Each party agrees to the applicable governing law above without regard to choice or conflicts of law rules, and to the exclusive jurisdiction of the applicable courts above.
Each party shall neither offer or give, nor request or accept, any gift or consideration or financial or other advantage of any kind which could act as an inducement or reward for doing, refraining from doing, or for having done or refrained from doing, any act in relation to this Agreement or any other contract between the parties or for showing or refraining from showing favour or disfavour to any person in relation to any such contract; and each party warrants to the other that it has not either paid or agreed to pay, or requested, agreed to receive or accepted, any commission, gift, consideration or financial or other advantage of any kind to or from any body or person in connection with this Agreement or any other contract between the parties or to or from any other body or person employed by or on behalf of either party.
The parties are independent contractors. This Agreement does not create a partnership, franchise, joint venture, agency, fiduciary or employment relationship between the parties.
There are no third-party beneficiaries to this Agreement.
No failure or delay by either party in exercising any right under this Agreement shall constitute a waiver of that right.
If any provision of this Agreement is held by a court of competent jurisdiction to be contrary to law, the provision shall be modified by the court and interpreted so as best to accomplish the objectives of the original provision to the fullest extent permitted by law, and the remaining provisions of this Agreement shall remain in effect.
You may not assign any of its rights or obligations hereunder, whether by operation of law or otherwise, without Our prior written consent.
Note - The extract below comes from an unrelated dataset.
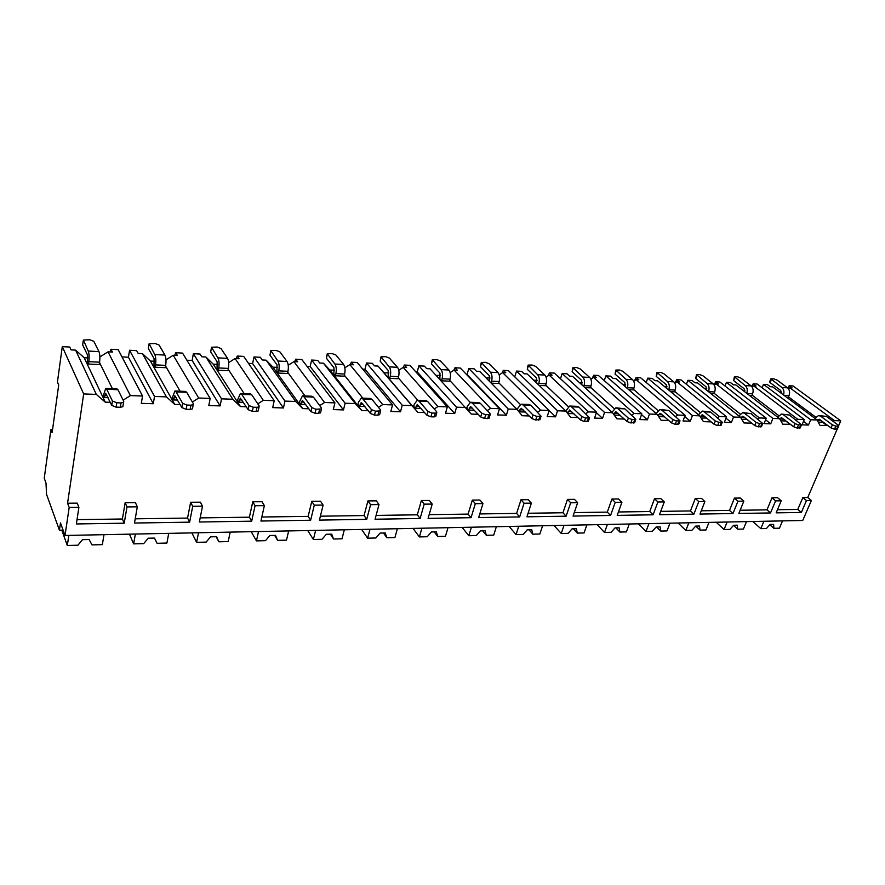 <?xml version="1.0" encoding="UTF-8"?>
<svg xmlns="http://www.w3.org/2000/svg" width="885" height="885" viewBox="0 0 885 885"><rect width="100%" height="100%" fill="white"/><g stroke="black" fill="none" stroke-linecap="round" stroke-linejoin="round"><path stroke-width="1.33" d="M63.089 530.137L59.417 530.203L60.479 522.935L65.025 535.469L802.739 520.48L811.368 500.534L807.739 497.536L837.144 429.214M838.692 425.63L840.75 420.84L793.004 385.948L789.188 385.738L792.119 387.895L789.785 387.774L788.424 388.703M88.002 357.949L84.197 357.75L75.601 350.128L71.065 349.896L69.749 347.042L62.293 346.643L57.437 382.066L58.698 385.03L52.126 432.688L50.921 429.601L44.25 478.232L45.998 483.055L46.551 494.361L59.417 530.203M52.547 429.634L50.921 429.601M108.036 351.843L130.372 395.595L142.54 396.026L118.17 349.641L110.99 349.254L112.439 352.075L108.036 351.843L99.883 356.943M173.217 355.272L198.66 398.018L210.176 398.427L182.553 353.104L175.739 352.739L177.398 355.493L173.217 355.272L165.993 359.83M154.532 361.257L150.417 361.058L142.463 353.657L138.171 353.425L136.633 350.637L129.564 350.261L128.436 357.219L121.975 356.887M235.089 358.536L263.299 400.319L274.206 400.706L243.696 356.401L237.235 356.047L239.061 358.746L235.089 358.536L228.695 362.607M217.633 364.41L213.263 364.189L205.895 356.998L201.813 356.788L200.087 354.055L193.373 353.69L192.122 360.46L186.879 360.195M293.909 361.633L324.563 402.498L334.917 402.863L301.84 359.531L295.69 359.199L297.681 361.832L293.909 361.633L288.233 365.262M277.569 367.397L272.967 367.164L266.142 360.173L262.259 359.974L260.367 357.297L253.984 356.954L252.612 363.547L248.475 363.337M349.874 364.587L382.718 404.567L392.542 404.91L357.197 362.507L351.334 362.186L353.469 364.775L349.874 364.587L344.862 367.817M334.585 370.24L329.773 369.996L323.445 363.193L319.75 363.005L317.704 360.383L311.631 360.051L310.159 366.478L307.029 366.324M403.206 367.397L437.975 406.525L447.323 406.857L409.965 365.339L404.368 365.04L406.635 367.574L403.206 367.397L398.781 370.273M388.88 372.95L383.891 372.696L378.017 366.069L374.499 365.881L372.308 363.315L366.523 363.005L364.963 369.277L362.75 369.167M454.082 370.074L490.567 408.394L499.472 408.715L460.311 368.049L454.967 367.762L457.346 370.251L454.082 370.074L450.177 372.629M440.641 375.528L436.017 375.295M478.232 414.302L471.262 414.08L430.044 368.813L426.681 368.636L424.369 366.113L418.848 365.826L417.211 371.932L415.839 371.866M502.658 372.64L540.669 410.175L549.154 410.474L508.41 370.638L503.311 370.361L505.789 372.806L502.658 372.64L499.217 374.897M490.047 377.995L485.953 377.784M529.285 415.961L522.106 415.729L517.006 409.335L479.692 371.423L476.495 371.257L474.072 368.791L468.796 368.503L467.092 374.477L466.472 374.444M549.098 375.085L588.459 411.879L596.556 412.167L554.397 373.116L549.519 372.851L552.085 375.24L549.098 375.085L546.067 377.087M537.261 380.351L533.644 380.163M577.949 417.554L570.593 417.311L565.88 411.071L527.139 373.924L524.075 373.769L521.564 371.346L516.519 371.069L514.76 376.855M593.536 377.43L634.091 413.494L641.835 413.771L598.426 375.483L593.746 375.229L596.401 377.574L593.536 377.43L590.87 379.2M582.407 382.597L579.244 382.442M624.39 419.059L616.889 418.815L612.52 412.731L572.518 376.324L569.586 376.169L566.986 373.791L562.163 373.525L560.493 378.747M636.105 379.676L677.711 415.043L685.112 415.308L640.607 377.751L636.127 377.508L638.848 379.82L636.105 379.676L633.76 381.236M625.64 384.754L622.885 384.621M668.75 420.508L661.117 420.264L657.09 414.313L615.971 378.614L613.161 378.459L610.484 376.125L605.86 375.882L604.256 380.627M676.903 381.822L719.45 416.525L726.53 416.78L681.052 379.93L676.748 379.698L679.536 381.955L676.903 381.822L674.857 383.205M667.058 386.822L664.69 386.701M711.186 421.891L703.431 421.636L699.714 415.828L657.599 380.804L654.9 380.661L652.156 378.371L647.731 378.138L646.194 382.475M716.053 383.88L759.418 417.952L766.211 418.196L719.87 382.01L715.744 381.789L718.576 384.013L716.053 383.88L714.261 385.097M706.783 388.803L704.77 388.703M751.763 423.185L743.953 422.953L740.513 417.277L697.524 382.906L694.946 382.774L692.136 380.517L687.888 380.296L686.417 384.278M753.655 385.871L797.739 419.313L804.244 419.545L757.151 384.024L753.19 383.802L756.078 385.993L753.655 385.871L752.095 386.933M744.927 390.705L743.234 390.617M790.471 424.302L782.783 424.225L779.608 418.671L735.855 384.931L733.377 384.798L730.512 382.585L726.43 382.364L725.025 386.048M781.566 392.531L780.172 392.453M827.597 425.375L820.03 425.431L817.098 419.999L772.682 386.867L770.293 386.745L767.383 384.566L763.467 384.356L762.118 387.763M787.871 388.072L789.188 385.738M109.994 351.942L110.99 349.254M174.732 355.361L175.739 352.739M236.195 358.591L237.235 356.047M294.639 361.677L295.69 359.199M350.272 364.609L351.334 362.186M403.294 367.408L404.368 365.04M453.806 370.251L454.967 367.762M502.005 373.072L503.311 370.361M548.081 375.76L549.519 372.851M592.176 378.337L593.746 375.229M634.412 380.804L636.127 377.508M674.901 383.172L676.748 379.698M714.084 384.831L715.744 381.789M751.719 386.446L753.19 383.802M84.197 357.75L105.271 402.166L96.31 394.389L75.601 350.128M96.31 394.389L83.677 393.936L62.293 346.643M840.75 420.84L834.5 420.618L789.785 387.774M180.175 404.6L174.721 404.423L166.468 396.878L154.532 396.458L129.564 350.261M166.468 396.878L142.463 353.657M246.273 406.757L240.432 406.558L232.821 399.235L221.527 398.836L193.373 353.69M232.821 399.235L205.895 356.998M308.865 408.793L302.681 408.593L295.667 401.469L284.959 401.093L253.984 356.954M295.667 401.469L266.142 360.173M368.237 410.717L361.755 410.507L355.272 403.582L345.106 403.228L311.631 360.051M355.272 403.582L323.445 363.193M424.623 412.554L417.875 412.344L411.89 405.595L402.233 405.253L366.523 363.005M411.89 405.595L378.017 366.069M465.731 407.509L456.538 407.188L418.848 365.826M517.006 409.335L508.244 409.025L468.796 368.503M565.88 411.071L557.528 410.773L516.519 371.069M612.52 412.731L604.555 412.443L562.163 373.525M657.09 414.313L649.468 414.047L605.86 375.882M699.714 415.828L692.413 415.563L647.731 378.138M740.513 417.277L733.532 417.034L687.888 380.296M779.608 418.671L772.915 418.428L726.43 382.364M835.794 426.116L838.67 426.028L838.128 425.054L826.424 416.437L820.705 416.227L832.376 424.866L835.794 426.116L834.478 429.203L831.059 427.942L819.41 419.28L817.065 419.977L810.682 419.767L763.467 384.356M804.244 419.545L802.042 424.844L808.459 425.054L810.682 419.767M834.5 420.618L833.261 421.47M807.739 497.536L802.85 497.58L797.772 509.428L777.472 509.716M771.997 497.812L775.581 500.866L781.223 500.81L777.638 497.768L771.997 497.812L766.974 509.86L740.148 510.247M734.439 498.1L737.957 501.22L743.831 501.164L740.303 498.056L734.439 498.1L729.494 510.391L701.263 510.8M695.311 498.399L698.763 501.585L704.891 501.529L701.429 498.355L695.311 498.399L690.444 510.944L660.719 511.364M654.513 498.709L657.898 501.961L664.281 501.906L660.896 498.664L654.513 498.709L649.745 511.53L618.427 511.972M611.944 499.04L615.241 502.359L621.912 502.304L618.604 498.985L611.944 499.04L607.287 512.127L574.265 512.592M567.484 499.383L570.681 502.78L577.651 502.713L574.442 499.328L567.484 499.383L562.948 512.758L528.091 513.245M521 499.737L524.086 503.211L531.376 503.145L528.268 499.682L521 499.737L516.608 513.411L479.781 513.931M472.347 500.102L475.311 503.665L482.956 503.598L479.958 500.047L472.347 500.102L468.11 514.096L429.17 514.65M421.371 500.501L424.203 504.14L432.212 504.074L429.358 500.434L421.371 500.501L417.322 514.816L376.103 515.402M367.917 500.91L370.594 504.649L378.99 504.561L376.291 500.844L367.917 500.91L364.067 515.568L320.381 516.187M311.774 501.33L314.286 505.169L323.113 505.092L320.58 501.264L311.774 501.33L308.157 516.364L261.816 517.017M252.767 501.784L255.068 505.722L264.361 505.634L262.015 501.718L252.767 501.784L249.393 517.194L200.187 517.891M190.64 502.26L192.72 506.308L202.51 506.209L200.386 502.182L190.64 502.26L187.565 518.068L135.217 518.82M125.15 502.769L126.986 506.917L137.308 506.817L135.427 502.68L125.15 502.769L122.395 518.997L77.017 519.639M65.025 535.469L69.185 507.459L78.887 507.37L77.238 503.134L67.57 503.2L83.677 393.936M110.271 402.321L105.271 402.166M130.372 395.595L123.148 400.153M142.54 396.026L141.301 403.339L153.271 403.726L154.532 396.458M198.66 398.018L192.377 402.033M210.176 398.427L208.805 405.529L220.122 405.905L221.527 398.836M263.299 400.319L257.8 403.859M274.206 400.706L272.702 407.609L283.432 407.963L284.959 401.093M324.563 402.498L319.739 405.618M334.917 402.863L333.291 409.589L343.48 409.921L345.106 403.228M382.718 404.567L378.459 407.332M392.542 404.91L390.827 411.459L400.496 411.768L402.233 405.253M437.975 406.525L434.225 408.992M447.323 406.857L445.52 413.24L454.724 413.538L456.538 407.188M490.567 408.394L487.248 410.585M499.472 408.715L497.591 414.932L506.353 415.22L508.244 409.025M540.669 410.175L537.737 412.122M549.154 410.474L547.207 416.547L555.57 416.824L557.528 410.773M588.459 411.879L585.859 413.605M596.556 412.167L594.554 418.096L602.53 418.351L604.555 412.443M634.091 413.494L631.79 415.043M641.835 413.771L639.767 419.567L647.4 419.811L649.468 414.047M677.711 415.043L675.675 416.426M685.112 415.308L683.01 420.972L690.3 421.205L692.413 415.563M719.45 416.525L717.646 417.753M726.53 416.78L724.384 422.322L731.375 422.543L733.532 417.034M759.418 417.952L757.825 419.036M766.211 418.196L764.032 423.605L770.724 423.827L772.915 418.428M797.739 419.313L796.334 420.275M803.514 421.315L808.459 425.054M788.502 396.878L815.649 417.089M822.054 421.846L827.187 425.663M818.238 422.101L821.888 422.233L822.242 421.393M786.488 397.166L788.347 397.254L789.044 395.551C790.084 392.298 789.597 389.721 787.573 387.829L776.908 379.975L773.711 378.813L770.846 378.846L781.931 387.53L787.573 387.829M820.705 416.227L818.581 415.519L814.864 418.328M834.478 429.203L837.42 428.915M771.289 379.665L770.105 382.63L769.673 381.8L770.78 379.023M770.105 382.63L780.725 390.517L781.444 393.405M818.968 415.53L826.424 416.437M783.524 394.953C784.398 391.79 783.867 389.312 781.931 387.53M69.185 507.459L67.57 503.2M811.368 500.534L806.467 500.578L802.85 497.58M78.887 507.37L76.364 523.953L124.21 523.201L122.395 518.997M775.581 500.866L770.525 512.946L738.842 513.444L743.831 501.164M781.223 500.81L776.156 512.857L801.356 512.448L797.772 509.428M806.467 500.578L801.356 512.448M126.986 506.917L124.21 523.201M137.308 506.817L134.487 523.035L189.622 522.161L187.565 518.068M192.72 506.308L189.622 522.161M202.51 506.209L199.357 522.006L251.683 521.177L249.393 517.194M255.068 505.722L251.683 521.177M264.361 505.634L260.931 521.033L310.635 520.236L308.157 516.364M314.286 505.169L310.635 520.236M323.113 505.092L319.43 520.103L366.711 519.351L364.067 515.568M370.594 504.649L366.711 519.351M378.99 504.561L375.085 519.218L420.121 518.499L417.322 514.816M424.203 504.14L420.121 518.499M432.212 504.074L428.097 518.378L471.052 517.692L468.11 514.096M475.311 503.665L471.052 517.692M482.956 503.598L478.663 517.57L519.661 516.928L516.608 513.411M524.086 503.211L519.661 516.928M531.376 503.145L526.929 516.807L566.112 516.187L562.948 512.758M570.681 502.78L566.112 516.187M577.651 502.713L573.071 516.077L610.55 515.479L607.287 512.127M615.241 502.359L610.55 515.479M621.912 502.304L617.199 515.38L653.097 514.804L649.745 511.53M657.898 501.961L653.097 514.804M664.281 501.906L659.469 514.705L693.873 514.163L690.444 510.944M698.763 501.585L693.873 514.163M704.891 501.529L699.98 514.063L732.979 513.543L729.494 510.391M737.957 501.22L732.979 513.543M770.525 512.946L766.974 509.86M103.987 534.684L102.361 544.629L91.985 544.883L89.12 539.518L82.504 539.673L77.891 545.226L67.315 545.481L61.784 530.159M68.831 535.392L67.315 545.481M769.839 524.75L773.91 528.334L773.612 524.385L770.105 524.462L766.421 528.511L760.823 528.644L752.803 521.497M782.528 520.889L779.431 528.19L773.91 528.334M763.899 521.276L760.823 528.644M168.725 533.367L166.9 543.058L157.054 543.302L154.488 538.08L148.204 538.213L143.68 543.622L133.646 543.866L129.442 534.164M135.372 534.042L133.646 543.866M216.172 536.708L218.838 541.797L216.559 536.708L210.586 536.83L206.139 542.107L196.603 542.339L191.879 532.892M230.2 532.117L228.197 541.576L218.838 541.797M198.528 532.759L196.603 542.339M274.671 535.414L277.591 540.381L275.556 535.403L269.881 535.525L265.511 540.669L256.44 540.89L251.24 531.686M288.665 530.934L286.497 540.16L277.591 540.381M258.531 531.542L256.44 540.89M330.393 534.186L333.534 539.02L331.731 534.153L326.322 534.274L322.018 539.297L313.39 539.507L307.759 530.546M344.32 529.794L342.008 538.81L333.534 539.02M315.624 530.38L313.39 539.507M383.504 533.013L386.845 537.726L385.263 532.969L380.096 533.091L375.871 537.991L367.64 538.191L361.633 529.451M397.376 528.721L394.931 537.527L386.845 537.726M370.007 529.274L367.64 538.191M434.214 531.885L437.721 536.487L436.327 531.841L431.404 531.951L427.245 536.741L419.39 536.929L413.041 528.4M447.998 527.692L445.454 536.299L437.721 536.487M421.88 528.223L419.39 536.929M482.657 530.812L486.33 535.314L485.113 530.768L480.411 530.867L476.307 535.558L468.807 535.735L462.158 527.405M496.363 526.708L493.708 535.126L486.33 535.314M471.406 527.217L468.807 535.735M528.987 529.794L532.803 534.186L531.752 529.728L527.25 529.827L523.223 534.418L516.043 534.584L509.118 526.453M542.605 525.767L539.861 534.009L532.803 534.186M518.732 526.254L516.043 534.584M573.347 528.81L577.285 533.102L576.389 528.743L572.075 528.843L568.115 533.323L561.245 533.489L554.076 525.535M586.877 524.871L584.056 532.936L577.285 533.102M564.022 525.336L561.245 533.489M615.86 527.869L619.909 532.062L619.146 527.803L615.02 527.891L611.115 532.283L604.532 532.438L597.154 524.661M629.279 524.009L626.392 531.907L619.909 532.062M607.387 524.451L604.532 532.438M656.626 526.973L660.774 531.077L660.155 526.896L656.194 526.973L652.345 531.277L646.028 531.431L638.461 523.82M669.956 523.179L667.002 530.923L660.774 531.077M648.948 523.61L646.028 531.431M695.765 526.099L700.002 530.126L699.493 526.022L695.698 526.099L691.904 530.314L685.842 530.469L678.109 523.013M708.985 522.382L705.976 529.982L700.002 530.126M688.829 522.803L685.842 530.469M733.51 525.402L737.681 529.208L737.282 525.181L733.632 525.27L729.904 529.396L724.074 529.54L716.197 522.238M746.486 521.63L743.422 529.064L737.681 529.208M727.116 522.017L724.074 529.54M99.54 362.529L112.384 388.637M106.764 389.289L112.439 401.027L116.787 402.775L121.046 402.918L123.59 402.321L123.767 401.403L117.948 389.721L106.764 389.289L105.724 388.382L103.412 395.341L104.463 397.564L108.047 397.686M83.245 340.736L82.648 344.862L87.626 355.217L87.526 362.009L88.5 364.045L99.231 364.554L99.585 362.186C100.138 357.651 99.928 354.122 98.954 351.61L93.832 341.333L89.85 339.763L83.389 340.028L88.234 351.046L98.954 351.61M104.463 397.564L105.658 393.239L111.753 405.396L116.09 407.144L120.338 407.277L122.882 406.68L123.059 405.75M82.648 344.862L82.747 344.199M105.912 388.393L116.886 388.814L117.948 389.721M88.5 364.045L88.854 361.666C89.385 357.109 89.186 353.569 88.234 351.046M128.436 357.219L153.271 403.726M150.417 361.058L174.721 404.423M165.572 366.047L180.075 391.214M176.115 391.911L182.653 403.35L186.923 405.053L190.939 405.186L193.229 404.644L193.35 403.704L186.691 392.309L176.115 391.911L174.931 391.015L172.287 397.774L173.504 399.943L177.608 400.075M148.337 348.469L149.001 344.431L148.337 348.469L154.078 358.602L153.99 365.217L155.107 367.209L165.285 367.684L165.683 365.383C166.303 360.969 166.048 357.54 164.942 355.073L159.057 345.028L155.141 343.491L149.123 343.723L154.775 354.542L164.942 355.073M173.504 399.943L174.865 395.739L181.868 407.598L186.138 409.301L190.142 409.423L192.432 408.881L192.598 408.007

This Agreement, including all exhibits and addenda hereto and all Hiring Services Agreements, constitutes the entire agreement between the parties and supersedes all prior and contemporaneous agreements, proposals or representations, written or oral, concerning its subject matter. To the extent of any conflict or inconsistency between the provisions in the body of this Agreement and any Hiring Services Agreement, the terms of the Hiring Services Agreement shall prevail. Notwithstanding any language to the contrary therein, no terms or conditions stated in Your purchase order or other order documentation (excluding Hiring Services Agreements) shall be incorporated into or form any part of this Agreement, and all such terms or conditions shall be null and void.